Mixing Exterior Stucco
First attempt at mixing exterior stucco. We later borrowed a huge wooden mixing tub from a friend and mixed by hand – worked much better.

By November, the crew worked some long days through freezing temps and mud to power through the interior stucco:

Clay slip on interior
The first layer on the interior is a thin layer of clay slip. This will one day be the kitchen area of The Great Room.

The good news: we sealed the house up from packrats, and we can see it will one day be beautiful.
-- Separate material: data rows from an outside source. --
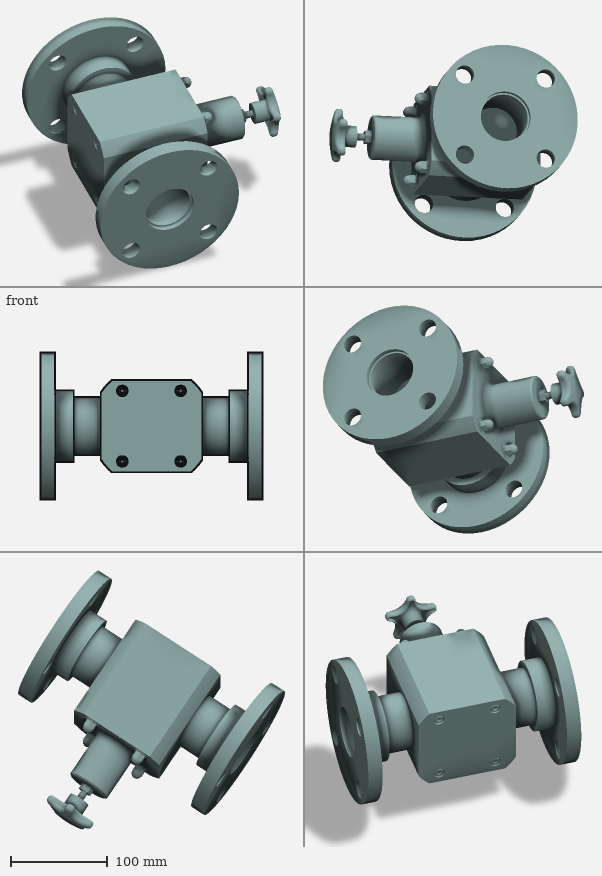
import cadquery as cq
import math


face_to_face = 229.5
overall_depth = 236.3

flange_dia = 152.5
flange_thickness = 15.4
collar_dia = 74.5
collar_length = 19.4
pipe_dia = 60.2
bore_dia = 49.1
bore_recess_dia = 53.0
bore_recess_depth = 5.5
bolt_hole_dia = 19.1
bolt_hole_spacing = 85.0

body_width = 105.0
body_height = 95.5
body_corner_dia = 125.7
body_back = 65.2
body_front = -49.4
screw_spacing_x = 60.2
screw_spacing_z = 72.8

screw_recess_dia = 11.0
screw_recess_depth = 6.1
screw_head_dia = 9.5
screw_head_sink = 0.7
socket_across_flats = 4.5
screw_head_chamfer = 0.7
socket_depth = 2.4
socket_point_depth = 1.2

washer_dia = 15.8
washer_thickness = 0.7
nut_across_flats = 11.0
nut_height = 6.9

bonnet_dia = 45.8
bonnet_end = 118.4
bonnet_chamfer = 1.5
bonnet_root_fillet = 5.7
gland_across_flats = 12.5
gland_end = 125.2
stem_dia = 7.3

hub_dia = 22.2
hub_start = 134.7
hub_fillet = 3.8
wheel_bottom = 148.0
wheel_top = overall_depth - flange_dia / 2
lobe_count = 5
lobe_radius = 4.7
lobe_center_radius = 23.9
valley_radius = 17.2
dome_radius = 85.0
flat_top_dia = 14.6
wheel_wall = 2.0
wheel_pocket_depth = 6.1
wheel_top_fillet = 3.3
wheel_bottom_fillet = 3.3

overlap = 1.2


def plane_facing_back(y):
    """Sketch plane at the given Y with its normal along +Y and local x along +X."""
    return cq.Workplane(cq.Plane(origin=(0, y, 0), xDir=(1, 0, 0), normal=(0, 1, 0)))


def rod(diameter, start, end):
    """Cylinder on the stem axis between two Y positions."""
    return plane_facing_back(start).circle(diameter / 2).extrude(end - start)


def root_flare(diameter, seat, radius):
    """Hollow-arc flare where a cylinder on the stem axis meets a flat seat.

    A positive radius rises toward +Y from the seat, a negative one toward -Y.
    """
    inner = diameter / 2
    outer = inner + abs(radius)
    middle_x = outer - abs(radius) * math.sqrt(0.5)
    middle_y = seat + radius * (1 - math.sqrt(0.5))
    buried_y = seat - math.copysign(overlap, radius)
    return (
        cq.Workplane("XY")
        .moveTo(0, buried_y)
        .lineTo(outer, buried_y)
        .lineTo(outer, seat)
        .threePointArc((middle_x, middle_y), (inner, seat + radius))
        .lineTo(0, seat + radius)
        .close()
        .revolve(360, (0, 0, 0), (0, 1, 0))
    )


def hexagon_points(across_flats, first_angle):
    """Corners of a hexagon, with one corner at first_angle degrees."""
    corner_radius = across_flats / math.sqrt(3)
    angles = [math.radians(first_angle + 60 * i) for i in range(6)]
    return [(corner_radius * math.cos(a), corner_radius * math.sin(a)) for a in angles]


def hex_prism(across_flats, first_angle, start, end):
    """Hexagonal prism on the stem axis between two Y positions."""
    sketch = plane_facing_back(start).polyline(hexagon_points(across_flats, first_angle)).close()
    return sketch.extrude(end - start)


def screw_places():
    """The four (x, z) screw positions."""
    return [(sx * screw_spacing_x / 2, sz * screw_spacing_z / 2) for sx in (-1, 1) for sz in (-1, 1)]


def pipe_end():
    """Flange, collar and pipe on the +X side, reaching the middle of the body."""
    outer_face = face_to_face / 2
    collar_start = outer_face - flange_thickness - collar_length
    end = cq.Workplane("YZ").circle(pipe_dia / 2).extrude(outer_face)
    collar = cq.Workplane("YZ", origin=(collar_start, 0, 0)).circle(collar_dia / 2).extrude(collar_length)
    flange = (
        cq.Workplane("YZ", origin=(outer_face - flange_thickness, 0, 0))
        .circle(flange_dia / 2)
        .extrude(flange_thickness)
        .faces(">X")
        .workplane()
        .rect(bolt_hole_spacing, bolt_hole_spacing, forConstruction=True)
        .vertices()
        .hole(bolt_hole_dia)
    )
    return end.union(collar).union(flange)


def pipe_bore():
    """Blind bore of the +X pipe end, with its shallow recess at the flange face."""
    outer_face = face_to_face / 2
    bore_bottom = body_width / 2
    bore = cq.Workplane("YZ", origin=(bore_bottom, 0, 0)).circle(bore_dia / 2).extrude(outer_face - bore_bottom)
    recess = (
        cq.Workplane("YZ", origin=(outer_face - bore_recess_depth, 0, 0))
        .circle(bore_recess_dia / 2)
        .extrude(bore_recess_depth)
    )
    return bore.union(recess)


def body():
    box = plane_facing_back(body_front).rect(body_width, body_height).extrude(body_back - body_front)
    return box.intersect(rod(body_corner_dia, body_front, body_back))


def cap_screw():
    """Socket screw head on the stem axis, standing on the floor of its recess."""
    head_face = body_front + screw_head_sink
    floor = body_front + screw_recess_depth
    socket_floor = head_face + socket_depth
    point_end = socket_floor + socket_point_depth
    socket = hex_prism(socket_across_flats, 90, head_face, socket_floor)
    point_outline = [(0, socket_floor), (socket_across_flats / 2, socket_floor), (0, point_end)]
    point = (
        cq.Workplane("XY")
        .polyline(point_outline)
        .close()
        .revolve(360, (0, 0, 0), (0, 1, 0))
    )
    head = rod(screw_head_dia, head_face, floor + overlap).faces("<Y").edges().chamfer(screw_head_chamfer)
    return head.cut(socket).cut(point)


def acorn_nut():
    """Washer and domed hexagon nut on the stem axis, standing on the back face."""
    washer_top = body_back + washer_thickness
    dome_base = washer_top + nut_height
    nut_dome_radius = nut_across_flats / 2
    washer = rod(washer_dia, body_back - overlap, washer_top)
    hexagon = hex_prism(nut_across_flats, 90, washer_top, dome_base)
    dome = cq.Workplane("XY").sphere(nut_dome_radius).translate((0, dome_base, 0))
    return washer.union(hexagon).union(dome)


def wheel_star():
    """Outline of the handwheel: round lobes joined by tangent hollow arcs, one lobe toward +Z."""
    half_step = math.pi / lobe_count
    lobe_reach = lobe_center_radius * math.cos(half_step)
    hollow_radius = (
        (valley_radius**2 + lobe_center_radius**2 - lobe_radius**2 - 2 * valley_radius * lobe_reach)
        / (2 * (lobe_reach + lobe_radius - valley_radius))
    )
    hollow_center = valley_radius + hollow_radius
    share = lobe_radius / (lobe_radius + hollow_radius)
    along = lobe_center_radius + share * (hollow_center * math.cos(half_step) - lobe_center_radius)
    across = share * hollow_center * math.sin(half_step)
    tangent_radius = math.hypot(along, across)
    tangent_angle = math.atan2(across, along)
    tip_radius = lobe_center_radius + lobe_radius

    def point(radius, angle):
        return (radius * math.cos(angle), radius * math.sin(angle))

    first_lobe = -math.pi / 2
    sketch = plane_facing_back(wheel_bottom).moveTo(*point(tangent_radius, first_lobe - tangent_angle))
    for i in range(lobe_count):
        lobe = first_lobe + 2 * half_step * i
        valley = lobe + half_step
        next_lobe = valley + half_step
        sketch = sketch.threePointArc(point(tip_radius, lobe), point(tangent_radius, lobe + tangent_angle))
        sketch = sketch.threePointArc(
            point(valley_radius, valley), point(tangent_radius, next_lobe - tangent_angle)
        )
    return sketch.close()


def handwheel():
    dome_center = wheel_top - math.sqrt(dome_radius**2 - (flat_top_dia / 2) ** 2)
    dome_peak = dome_center + dome_radius
    dome = cq.Workplane("XY").sphere(dome_radius).translate((0, dome_center, 0))
    star = wheel_star().extrude(dome_peak + overlap - wheel_bottom).intersect(dome)
    star = star.faces("<Y").edges().fillet(wheel_bottom_fillet)
    star = star.faces(">Y").edges().fillet(wheel_top_fillet)
    star = star.cut(rod(2 * flat_top_dia, wheel_top, dome_peak + overlap))
    pocket = wheel_star().offset2D(-wheel_wall).extrude(wheel_pocket_depth)
    pocket_floor = wheel_bottom + wheel_pocket_depth
    hub = rod(hub_dia, hub_start, pocket_floor + overlap)
    hub_root = root_flare(hub_dia, pocket_floor, -hub_fillet)
    return star.cut(pocket).union(hub).union(hub_root)


def bonnet_and_stem():
    bonnet = rod(bonnet_dia, body_back - overlap, bonnet_end).faces(">Y").edges().chamfer(bonnet_chamfer)
    bonnet_root = root_flare(bonnet_dia, body_back, bonnet_root_fillet)
    gland_nut = hex_prism(gland_across_flats, 0, bonnet_end - overlap, gland_end)
    stem = rod(stem_dia, gland_end - overlap, hub_start + overlap)
    return bonnet.union(bonnet_root).union(gland_nut).union(stem)


result = body().union(bonnet_and_stem()).union(handwheel())

right_end = pipe_end()
right_bore = pipe_bore()
result = result.union(right_end).union(right_end.mirror("YZ"))
result = result.cut(right_bore).cut(right_bore.mirror("YZ"))

for place_x, place_z in screw_places():
    place = (place_x, 0, place_z)
    recess = rod(screw_recess_dia, body_front, body_front + screw_recess_depth)
    result = result.cut(recess.translate(place))
    result = result.union(cap_screw().translate(place))
    result = result.union(acorn_nut().translate(place))

Stuccoed House, sealed up for winter
Stuccoed House, sealed up for winter.

The bad news: it would currently make a much better home for packrats (or maybe, a hibernating bear) than for us. So I’m back in Portland for the winter living and writing among half unpacked boxes and a vision of my life unfolding somewhere else. But at least we have heat, indoor plumbing and various other amenities. And we’ll be back at the new place in a few months. This time, for good.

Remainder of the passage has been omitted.